If you think about the space of all possible games and organize it based on how well future states of the game can be predicted from past states you would see the perfectly random game on one extreme end and games that always have the same outcome on the other end. Somewhere in the middle is our universe, and chess. I would argue that a fundamental property of life that we might find in any of these games is some ability to "predict the future". There's a sort of embodied version of that idea in the sense that, for example, in our universe our bodies are consistently "predicting a future" where they still exist in roughly the same shape. That sense of it may take a bit to chew through but there's another equivalent version that's a lot more teleologically palatable: every day we humans make predictions like, "I'll starve if I don't eat some food," that allow us to keep living. We make predictions and plans based on those predictions that allow us to gather the resources required to keep living. The opposite kind of thing is a cloud of gas that is very random. That kind of system is not easy to predict. There aren't any structures in it that the universe favors with predictive power - the particles jump around at random.

If you know even a little bit about modern physics then you probably know that we have started talking about entropy, which can be taken as a measure of disorder. The laws of thermodynamics say that on the large scale the universe gets less ordered over time. But in the context of that space of all possible games we shaped earlier there are games where that is not true. In a sense the games that are perfectly predictable have entropy constantly fixed at zero and the games that are purely random have it fixed at a maximum. But in our universe the rules of the game lead to entropy decreasing over time in isolated systems. In a way it's like our universe itself is moving from one extreme end of the space of games to the other, starting next to the chaotic worlds and ending at the perfectly predictable ones.

However, there's a caveat to the laws of thermodynamics with respect to entropy that becomes clear when thinking about life. Life necessarily represents a well ordered system, and in our natural history it seems to have created more order over time. How is that allowed in a universe where everything must get more random over time? The key is that entropy talks about isolated systems and the trend towards equilibrium. In systems that aren't at equilibrium, like the Earth basking in the flow of energy from the Sun, entropy can go up or down. In human science this subject area is known as non-equilibrium statistical mechanics. For this discussion you can interpret those words as saying: not being at equilibrium allows for life, statistics is a set of tools for dealing with prediction when the rules of the game do not allow for certainty about the outcome, and mechanics addresses what the rules are and how they are applied.

Going back to the notion that predictive power is a fundamental property of life, what we could argue is that entropy is a kind of knob that modulates the challenge life has in trying to predict its own existence. When entropy (disorder) is higher the only predictive models that work are like the person that tries to enumerate every possible game of chess. There's no way to boil all the information down to simple rules that are right often enough that they persist. Because life is embedded in the game that it is trying to play the rules have to be written down within the game. For a highly random universe that's very unlikely because it's both hard to write down the rules and the rules you would need to write down would be extremely verbose (i.e. it's not possible to compress the perfectly verbose description of timelines). Conversely in a universe with entropy at zero has only one "answer", one prediction that is always right, because nothing is changing. That universe is maximally compressible and there is only a single predictive model that will ever be right.

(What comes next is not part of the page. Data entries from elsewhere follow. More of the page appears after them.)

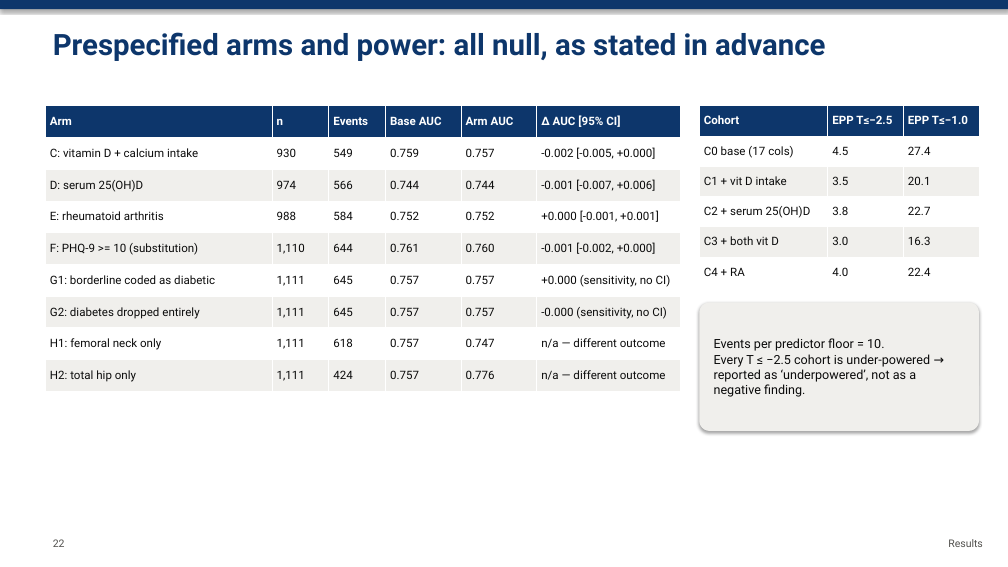
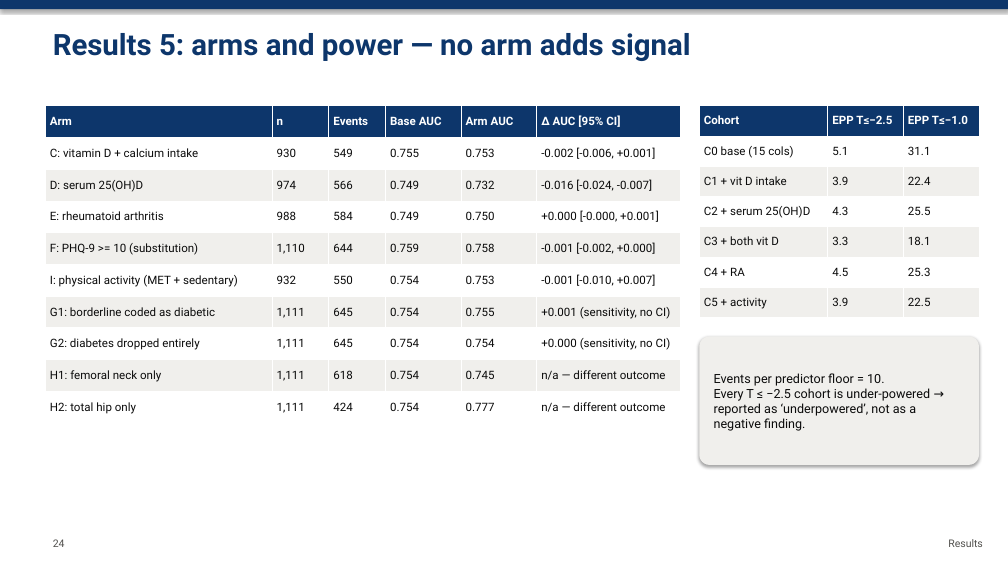
Before and after one commit to am12-dev/sf_26-27, a slide deck: slide 24 of Notes/presentation_ml_engineer/Osteoporosis_ML_Briefing_for_ML_Engineer.pptx (slide 22 before the commit). Drawn at 1008x567 pixels with LibreOffice and Linux fonts; fonts in the diff are those of the drawing. Boxes give left, top, right and bottom in pixels: in the first picture for what was removed or moved away, otherwise in the second. Text is boxed around its words. In the diff, an @@ line names an element or a change of style, - is before the commit and + after.

```diff
--- a/Notes/presentation_ml_engineer/Osteoporosis_ML_Briefing_for_ML_Engineer.pptx
+++ b/Notes/presentation_ml_engineer/Osteoporosis_ML_Briefing_for_ML_Engineer.pptx
@@ text at (53,33,691,61): text changed @@
-Prespecified arms and power: all null, as stated in advance
+Results 5: arms and power — no arm adds signal
@@ table at (45,106,681,423) @@
-row 2: C: vitamin D + calcium intake | 930 | 549 | 0.759 | 0.757 | -0.002 [-0.005, +0.000]
-row 3: D: serum 25(OH)D | 974 | 566 | 0.744 | 0.744 | -0.001 [-0.007, +0.006]
-row 4: E: rheumatoid arthritis | 988 | 584 | 0.752 | 0.752 | +0.000 [-0.001, +0.001]
-row 5: F: PHQ-9 >= 10 (substitution) | 1,110 | 644 | 0.761 | 0.760 | -0.001 [-0.002, +0.000]
-row 6: G1: borderline coded as diabetic | 1,111 | 645 | 0.757 | 0.757 | +0.000 (sensitivity, no CI)
-row 7: G2: diabetes dropped entirely | 1,111 | 645 | 0.757 | 0.757 | -0.000 (sensitivity, no CI)
-row 8: H1: femoral neck only | 1,111 | 618 | 0.757 | 0.747 | n/a — different outcome
-row 9: H2: total hip only | 1,111 | 424 | 0.757 | 0.776 | n/a — different outcome
+row 2: C: vitamin D + calcium intake | 930 | 549 | 0.755 | 0.753 | -0.002 [-0.006, +0.001]
+row 3: D: serum 25(OH)D | 974 | 566 | 0.749 | 0.732 | -0.016 [-0.024, -0.007]
+row 4: E: rheumatoid arthritis | 988 | 584 | 0.749 | 0.750 | +0.000 [-0.000, +0.001]
+row 5: F: PHQ-9 >= 10 (substitution) | 1,110 | 644 | 0.759 | 0.758 | -0.001 [-0.002, +0.000]
+row 6: I: physical activity (MET + sedentary) | 932 | 550 | 0.754 | 0.753 | -0.001 [-0.010, +0.007]
+row 7: G1: borderline coded as diabetic | 1,111 | 645 | 0.754 | 0.755 | +0.001 (sensitivity, no CI)
+row 8: G2: diabetes dropped entirely | 1,111 | 645 | 0.754 | 0.754 | +0.000 (sensitivity, no CI)
+row 9: H1: femoral neck only | 1,111 | 618 | 0.754 | 0.745 | n/a — different outcome
+row 10: H2: total hip only | 1,111 | 424 | 0.754 | 0.777 | n/a — different outcome
@@ table at (699,106,979,318) @@
-row 2: C0 base (17 cols) | 4.5 | 27.4
-row 3: C1 + vit D intake | 3.5 | 20.1
-row 4: C2 + serum 25(OH)D | 3.8 | 22.7
-row 5: C3 + both vit D | 3.0 | 16.3
-row 6: C4 + RA | 4.0 | 22.4
+row 2: C0 base (15 cols) | 5.1 | 31.1
+row 3: C1 + vit D intake | 3.9 | 22.4
+row 4: C2 + serum 25(OH)D | 4.3 | 25.5
+row 5: C3 + both vit D | 3.3 | 18.1
+row 6: C4 + RA | 4.5 | 25.3
+row 7: C5 + activity | 3.9 | 22.5
@@ rounded rectangle "Events per predictor floor = ...": place and size @@
-rounded rectangle "Events per predictor floor = ..." at (699,302,979,431)
+rounded rectangle "Events per predictor floor = ..." at (699,337,979,465)
@@ text at (53,539,65,547): text changed @@
-22
+24
```
Also in this commit, not shown: 18 other slides changed, 7 slides added, 5 slides removed, 6 other files.
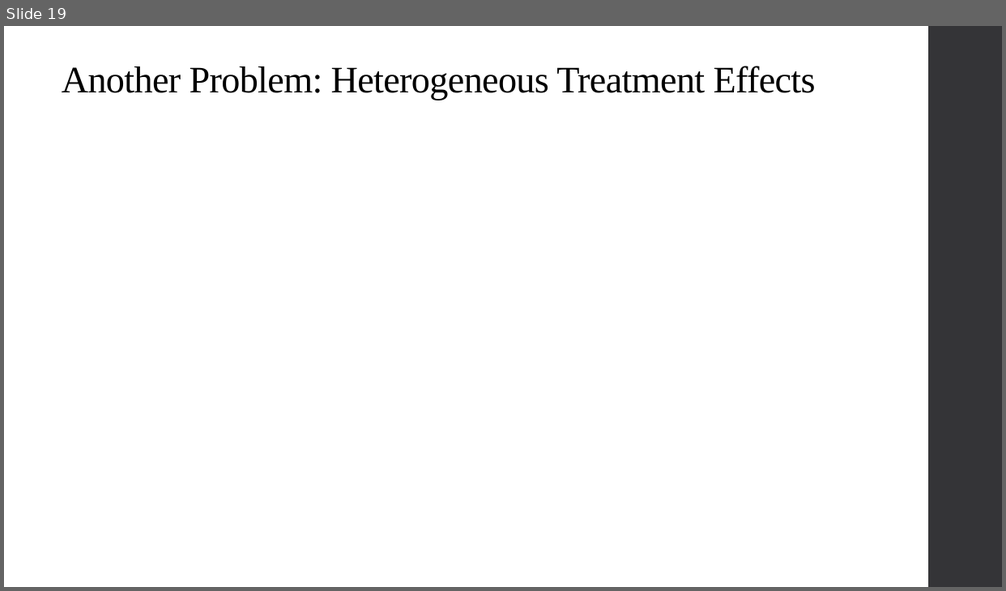
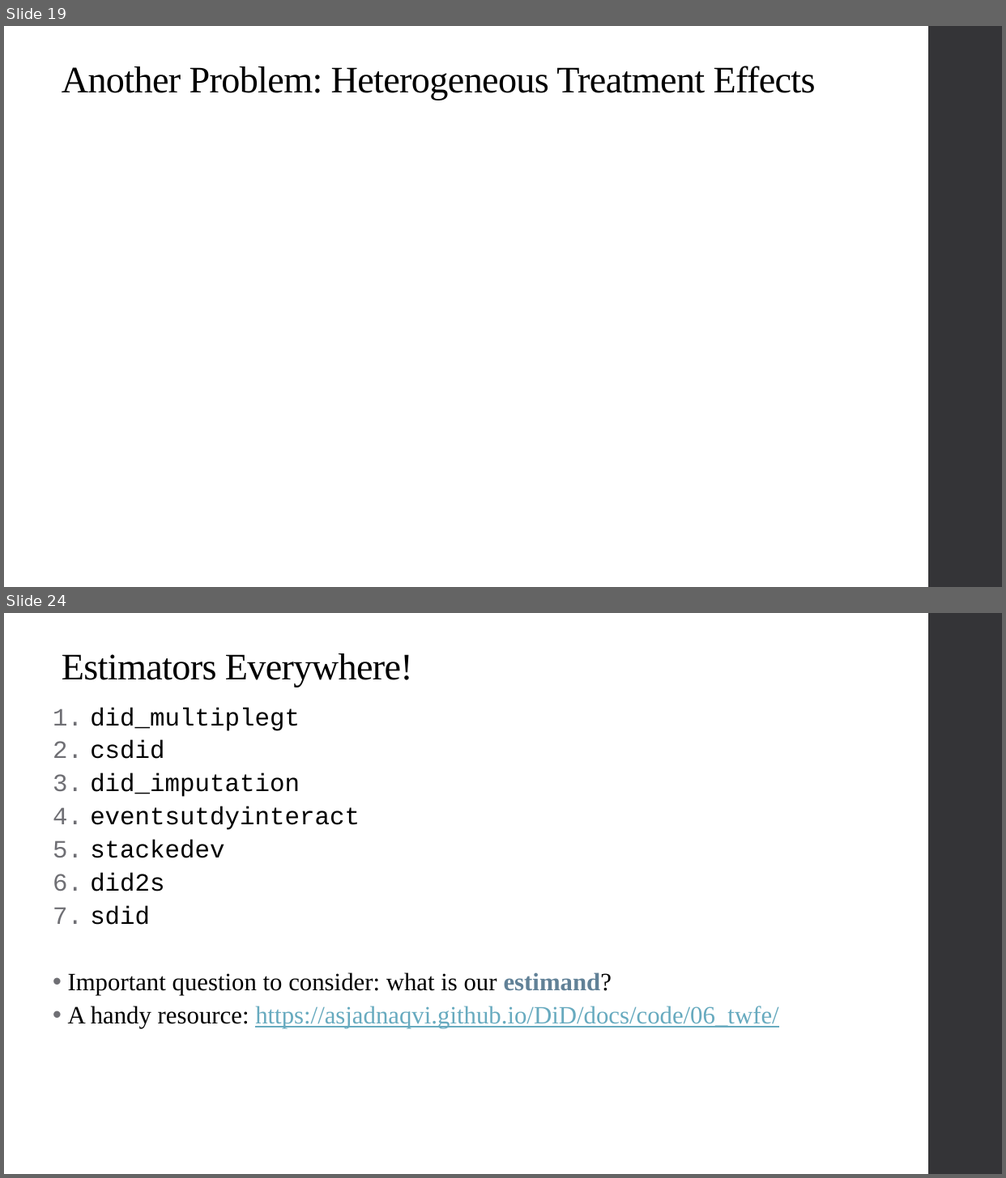
Before and after one commit to qiufei/fork-HAD5744, a slide deck: Lecture11_StaggeredAdoption/Lecture11_StaggeredAdoption_2022F.pptx. Shown one above the other, each under a label of ours: slide 19 before the commit, slides 19 and 24 after it; the slides between them are not shown. The pictures are 1006x591 and 1006x1178 pixels, drawn with LibreOffice and Linux fonts; fonts in the diff are those of the drawing; grey boxes stand for pictures. Boxes give left, top, right and bottom in pixels: in the first picture for what was removed or moved away, otherwise in the second. Text is boxed around its words. In the diff, an @@ line names an element or a change of style, - is before the commit and + after.

```diff
--- a/Lecture11_StaggeredAdoption/Lecture11_StaggeredAdoption_2022F.pptx
+++ b/Lecture11_StaggeredAdoption/Lecture11_StaggeredAdoption_2022F.pptx
@@ slide 24 added at [4, 613, 1002, 1174], background #FFFFFF; not listed: 1 template element that a slide beside it also shows @@
@@ title added at [62, 653, 413, 687], 36 pt, text #000000 @@
+Estimators Everywhere!
@@ text added at [68, 707, 778, 1029], 24 pt, text #000000 @@
+  1. did_multiplegt
+  2. csdid
+  3. did_imputation
+  4. eventsutdyinteract
+  5. stackedev
+  6. did2s
+  7. sdid
+  • Important question to consider: what is our estimand?
+  • A handy resource: https://asjadnaqvi.github.io/DiD/docs/code/06_twfe/
```
Also in this commit, not shown: 6 slides changed, 17 other slides added, 1 slide removed, 23 other files.
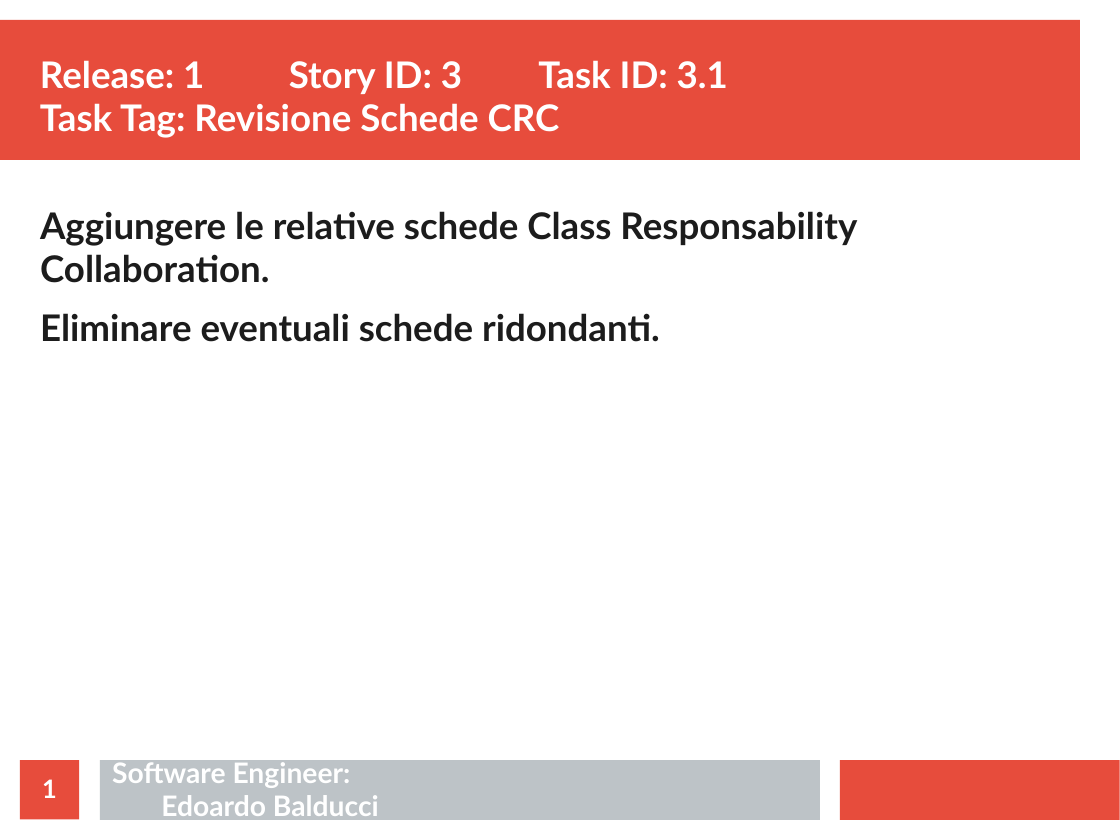
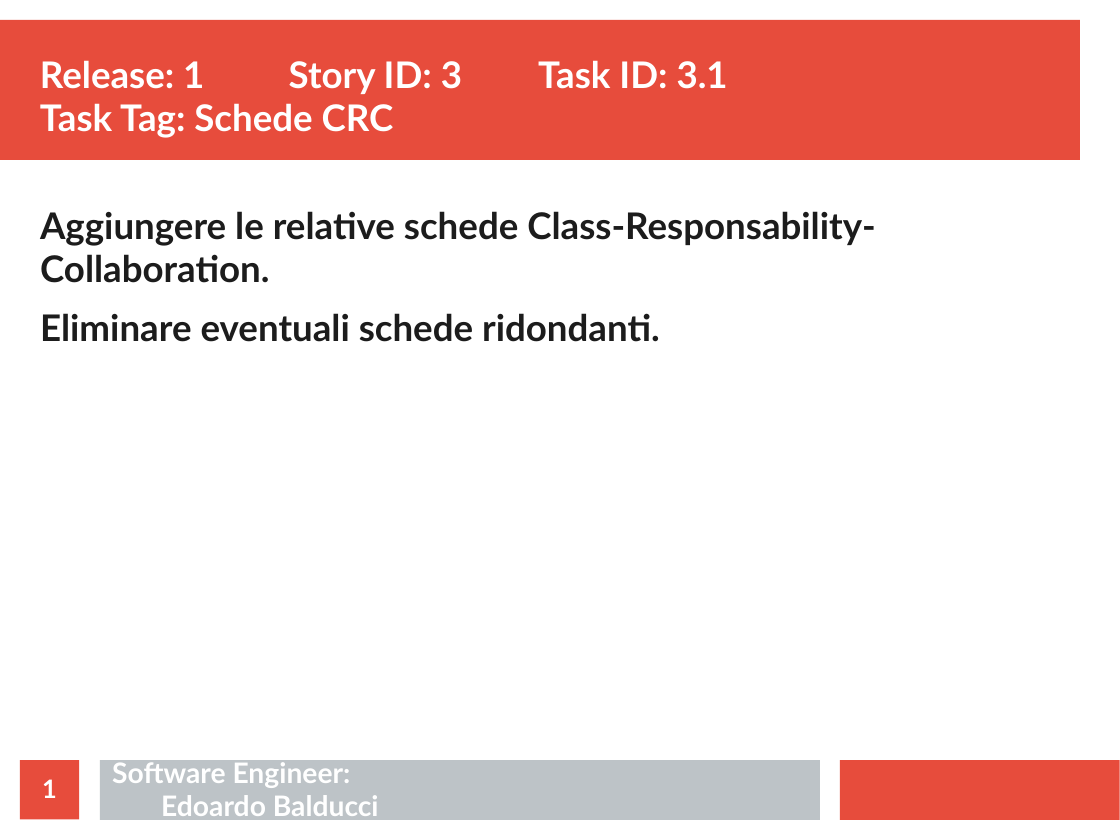
Before and after one commit to ecorradini/ProgettoIDS, a slide deck: slide 1 of AnalisiRequisiti/Task/UT3/TaskGestioneMappeServer.ppt. Drawn at 1120x840 pixels with LibreOffice and Linux fonts; fonts in the diff are those of the drawing. Boxes give left, top, right and bottom in pixels: in the first picture for what was removed or moved away, otherwise in the second. Text is boxed around its words. In the diff, an @@ line names an element or a change of style, - is before the commit and + after.

```diff
--- a/AnalisiRequisiti/Task/UT3/TaskGestioneMappeServer.ppt
+++ b/AnalisiRequisiti/Task/UT3/TaskGestioneMappeServer.ppt
@@ text at [40, 60, 728, 132]: text changed @@
-Release: 1 Story ID: 3 Task ID: 3.1
-Task Tag: Revisione Schede CRC
+Release: 1 Story ID: 3 Task ID: 3.1
+Task Tag: Schede CRC
@@ text at [40, 211, 876, 283]: text changed @@
-Aggiungere le relative schede Class Responsability Collaboration.
+Aggiungere le relative schede Class-Responsability-Collaboration.
```
Also in this commit, not shown: 3 other slides changed, 5 other files.

Here is where we get to the meat of the surprising and potentially fundamental aspect of the nature of life. When turning the knob of entropy somewhere there is a sweet spot where there are a lot of options for predictive models that work, and it's possible to efficiently write them down inside the game. When it's easier to write down the rules it's easier for autopoiesis to happen. And when there are lots of predictive models that work well it's easier for the resulting life systems to persist.

Making a Game That Plays Itself

I know the medium I want to use is an embodied simulation but I am struggling through finding the exact form it should take. It's incredibly easy to lose focus and muddy the message. I love jumping around between disparate ideas but too often that leads to communicating them in a half-baked way that doesn't let any one in particular have an impact on someone engaging with the work. To counter that I'm trying to take things slow and at least get to a point where it feels like there's a solid argument end to end that a project should exist before jumping into building anything. But if I do that forever I'm not making art I'm just being an unpublished researcher.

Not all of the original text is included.